In Machine Learning a cost function or loss function is used to represent how far away a mathematical model is from the real data. One adjusts the mathematical model, usually by varying parameters within the model, so as to minimize the cost function. 

Let's take for example the simple case of a linear fitting. We want to find a relationship of the form 

\begin{equation}
y=\theta_0 +\theta_1x
\end{equation}

where the $\theta$s are the parameters that we want to find to give us the best fit to the data. We call this linear function $h_\theta(x)$ to emphasize the dependence on both the variable $x$ and the two parameters $\theta_0$ and $\theta_1$.


We want to measure how far away the data, the $y^{(n)}$s, are from the function $h_\theta(x)$. A common way to do this is via the quadratic *cost function*

\begin{equation}
J(\mathbf{\theta}) = \frac{1}{2N} \sum\limits_{n=1}^N \left[ h_\theta \left( x^{(n)} \right) - y^{(n)} \right]^2
\label{eq:ols}
\end{equation}

This is called *Ordinary Least Squares*.

In this case, the minimum is easily find analitically, differentiate $\eqref{eq:ols}$ with respect to both $\theta$s and set the result to zero:

\begin{equation}
\begin{array}{lcl} 
\frac{\partial J}{\partial \theta_0} & = & \sum\limits_{n=1}^N \left( \theta_0 + \theta_1 x^{(n)} - y^{(n)} \right) = 0 
\\ 
\frac{\partial J}{\partial \theta_1} & = & \sum\limits_{n=1}^N x^{(n)} \left( \theta_0 + \theta_1 x^{(n)} - y^{(n)} \right) = 0 
\end{array}
\end{equation}

The solution is trivially obtained for both $\theta$s

\begin{equation}
\begin{array}{lcl} 
\theta_0 = \frac{\left(\sum y \right) \left(\sum x^2 \right) -\left(\sum x \right) \left(\sum xy \right) }{N\left(\sum x^2 \right) \left(\sum x \right)^2 } 
\\ 
\theta_1 = \frac{N\left(\sum xy \right) - \left(\sum y \right)\left(\sum x \right)}{N\left(\sum x^2 \right) \left(\sum x \right)^2 }
\end{array}
\end{equation}




## Gradient Descent

The scheme works as follow: start with an initial guess for each parameter $\theta_k$. Then move $\theta_k$ in the direction of the slope:

\begin{equation}
\theta_k^{new} =\theta_k^{old}+\beta \frac{\partial J}{\partial \theta_k}
\end{equation}

**Update all $\theta_k$ simultaneously** and repet until convergence. Here $\beta$ is a *learning factor* that governs how far you move. if $\beta$ is too small it will take a long time to converge, if too large it will overshoot and might not converge at all. 
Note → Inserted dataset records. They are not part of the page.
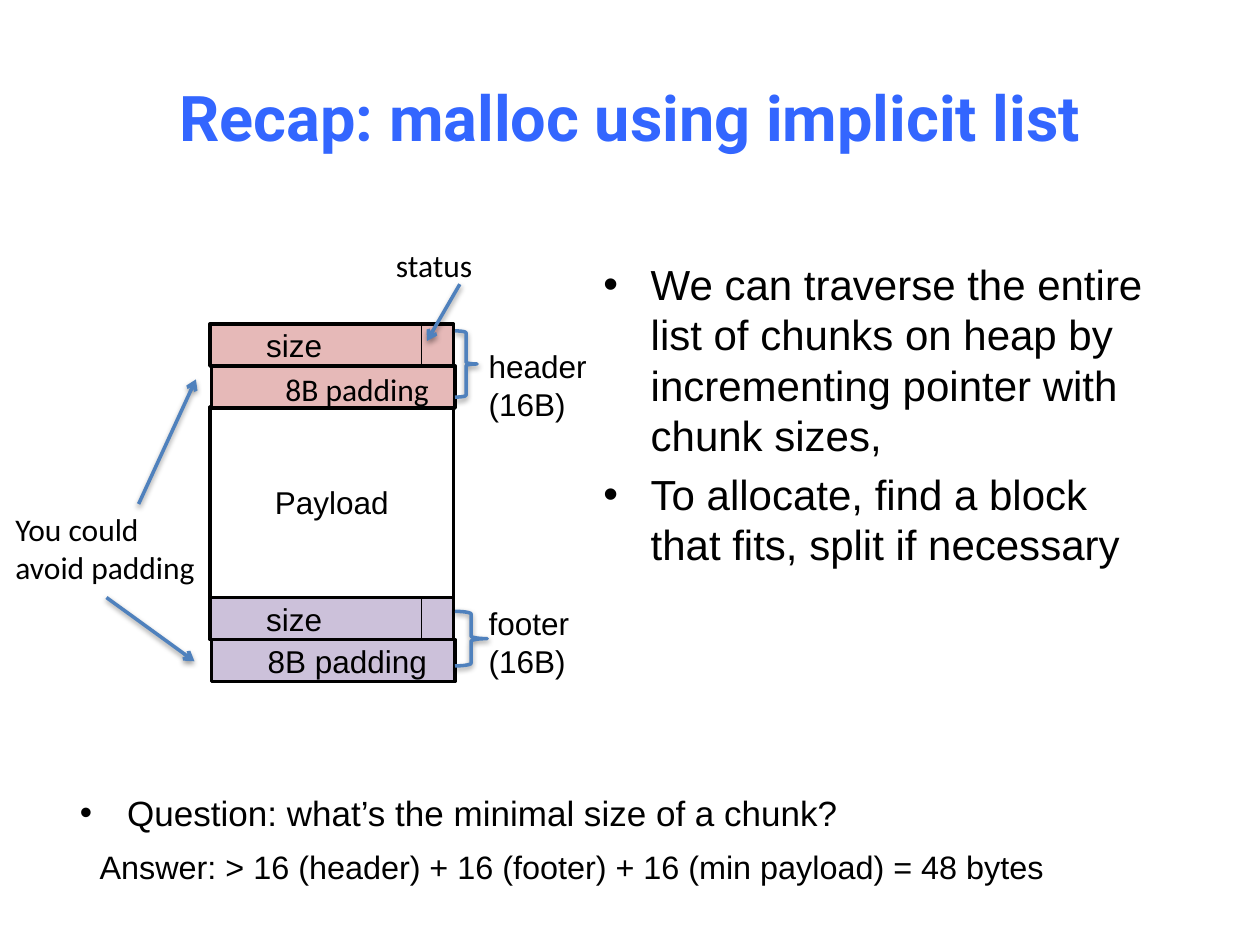
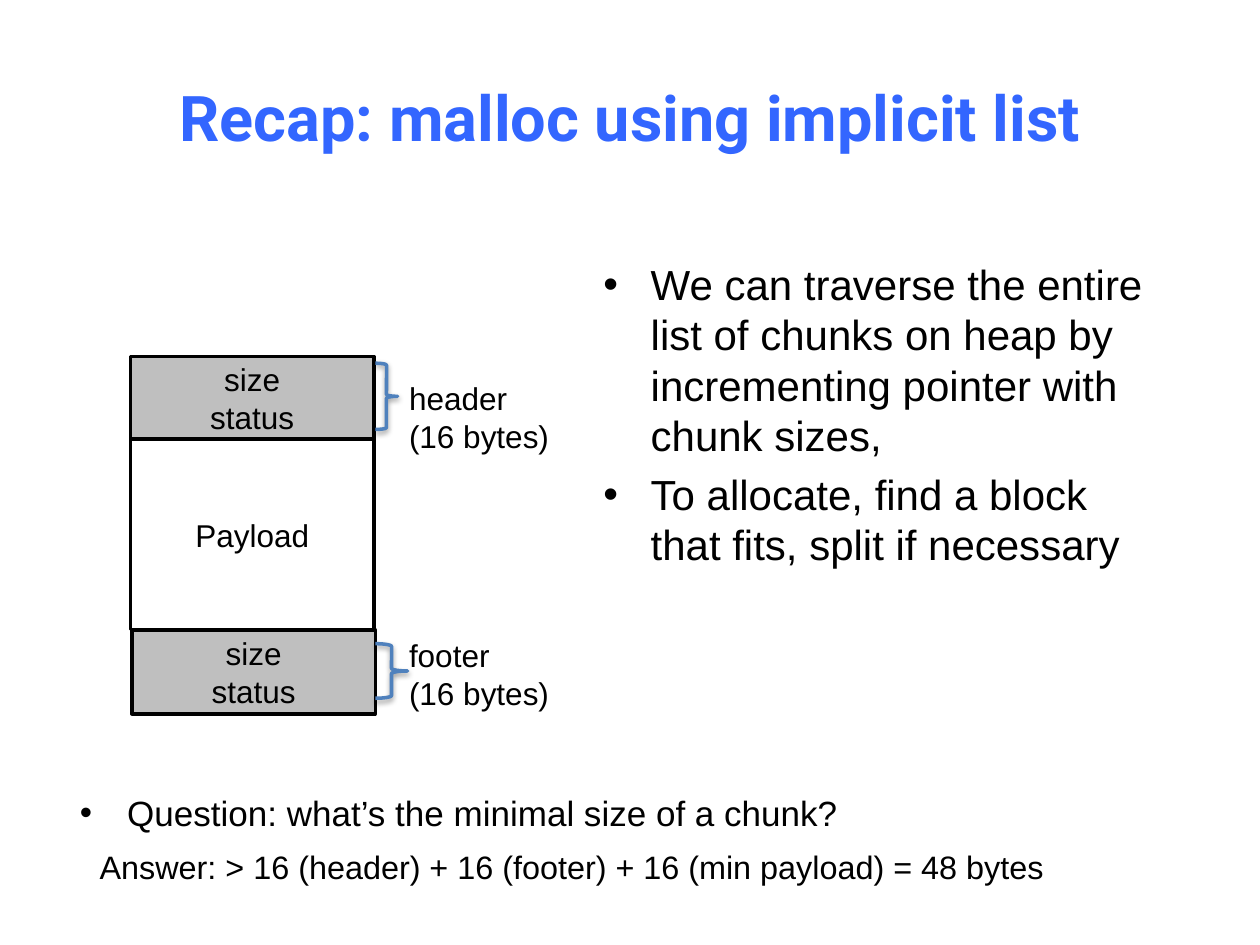
Before and after one commit to NYU-CSO/nyu-cso.github.io, a slide deck: slide 44 of notes/14-Dynamic_Allocator.pptx (slide 42 before the commit). Drawn at 1260x945 pixels with LibreOffice and Linux fonts; fonts in the diff are those of the drawing. Boxes give left, top, right and bottom in pixels: in the first picture for what was removed or moved away, otherwise in the second. Text is boxed around its words. In the diff, an @@ line names an element or a change of style, - is before the commit and + after.

```diff
--- a/notes/14-Dynamic_Allocator.pptx
+++ b/notes/14-Dynamic_Allocator.pptx
@@ text removed at <box>396,257,472,285</box> @@
-status
@@ arrow removed from (460, 285) to (427, 341) @@
@@ rectangle removed at <box>421,324,454,365</box> @@
@@ rectangle "size": place and size @@
-rectangle "size" at <box>210,324,454,365</box>
+rectangle "size" at <box>131,357,374,440</box>
@@ rectangle "size" at <box>131,357,374,440</box>: fill #E6B9B8 to #BFBFBF @@
@@ arrow removed from (139, 504) to (195, 379) @@
@@ rectangle removed at <box>212,367,455,408</box> @@
@@ text in rectangle at <box>224,368,280,392</box>: alignment left to centre @@
@@ text removed at <box>285,379,429,409</box> @@
-8B padding
@@ right brace: place and size @@
-right brace at <box>455,331,478,398</box>
+right brace at <box>375,363,398,430</box>
@@ text "header": place and size @@
-text "header" at <box>489,355,587,422</box>
+text "header" at <box>409,387,549,454</box>
@@ text in rectangle at <box>210,408,294,430</box>: paragraph added @@
+status
@@ rectangle "Payload": place and size @@
-rectangle "Payload" at <box>210,407,454,597</box>
+rectangle "Payload" at <box>131,438,374,629</box>
@@ text at <box>409,425,549,454</box>: text changed @@
-(16B)
+(16 bytes)
@@ text removed at <box>15,519,194,585</box> @@
-You could
-avoid padding
@@ arrow removed from (107, 597) to (194, 662) @@
@@ rectangle removed at <box>421,597,454,639</box> @@
@@ rectangle "size": place and size @@
-rectangle "size" at <box>210,597,454,639</box>
+rectangle "size" at <box>132,630,375,713</box>
@@ rectangle "size" at <box>132,630,375,713</box>: fill #CCC1DA to #BFBFBF @@
@@ rectangle removed at <box>212,640,455,682</box> @@
-8B padding
@@ text in rectangle at <box>226,642,282,666</box>: alignment left to centre @@
@@ right brace: place and size @@
-right brace at <box>455,611,488,665</box>
+right brace at <box>375,644,408,698</box>
@@ text "footer": place and size @@
-text "footer" at <box>489,612,570,679</box>
+text "footer" at <box>409,644,549,711</box>
@@ text in rectangle at <box>212,682,296,704</box>: paragraph added @@
+status
@@ text at <box>409,682,549,711</box>: text changed @@
-(16B)
+(16 bytes)
```
Also in this commit, not shown: 14 other slides changed, 5 slides added, 5 slides removed, 3 other files.

The loss function $J$ is a function of all of the data points. In the above description of gradient descent we have used all of the data points simultaneously. This is called *batch gradient* descent. But rather than use all of the data in the parameter updating we can use a technique called *stochastic gradient descent*. This is like batch gradient descent except that you only update using *one* of the data points each time. And that data point is chosen randomly.

\begin{equation}
J(\mathbf{\theta}) = \sum\limits_{n=1}^N J_n(\mathbf{\theta})
\end{equation}

Stochastic gradient descent means pick an *n* at random and then update according to 

\begin{equation}
\theta_k^{new} =\theta_k^{old}+\beta \frac{\partial J_n}{\partial \theta_k}
\end{equation}

Repeat, picking another data point at random, etc.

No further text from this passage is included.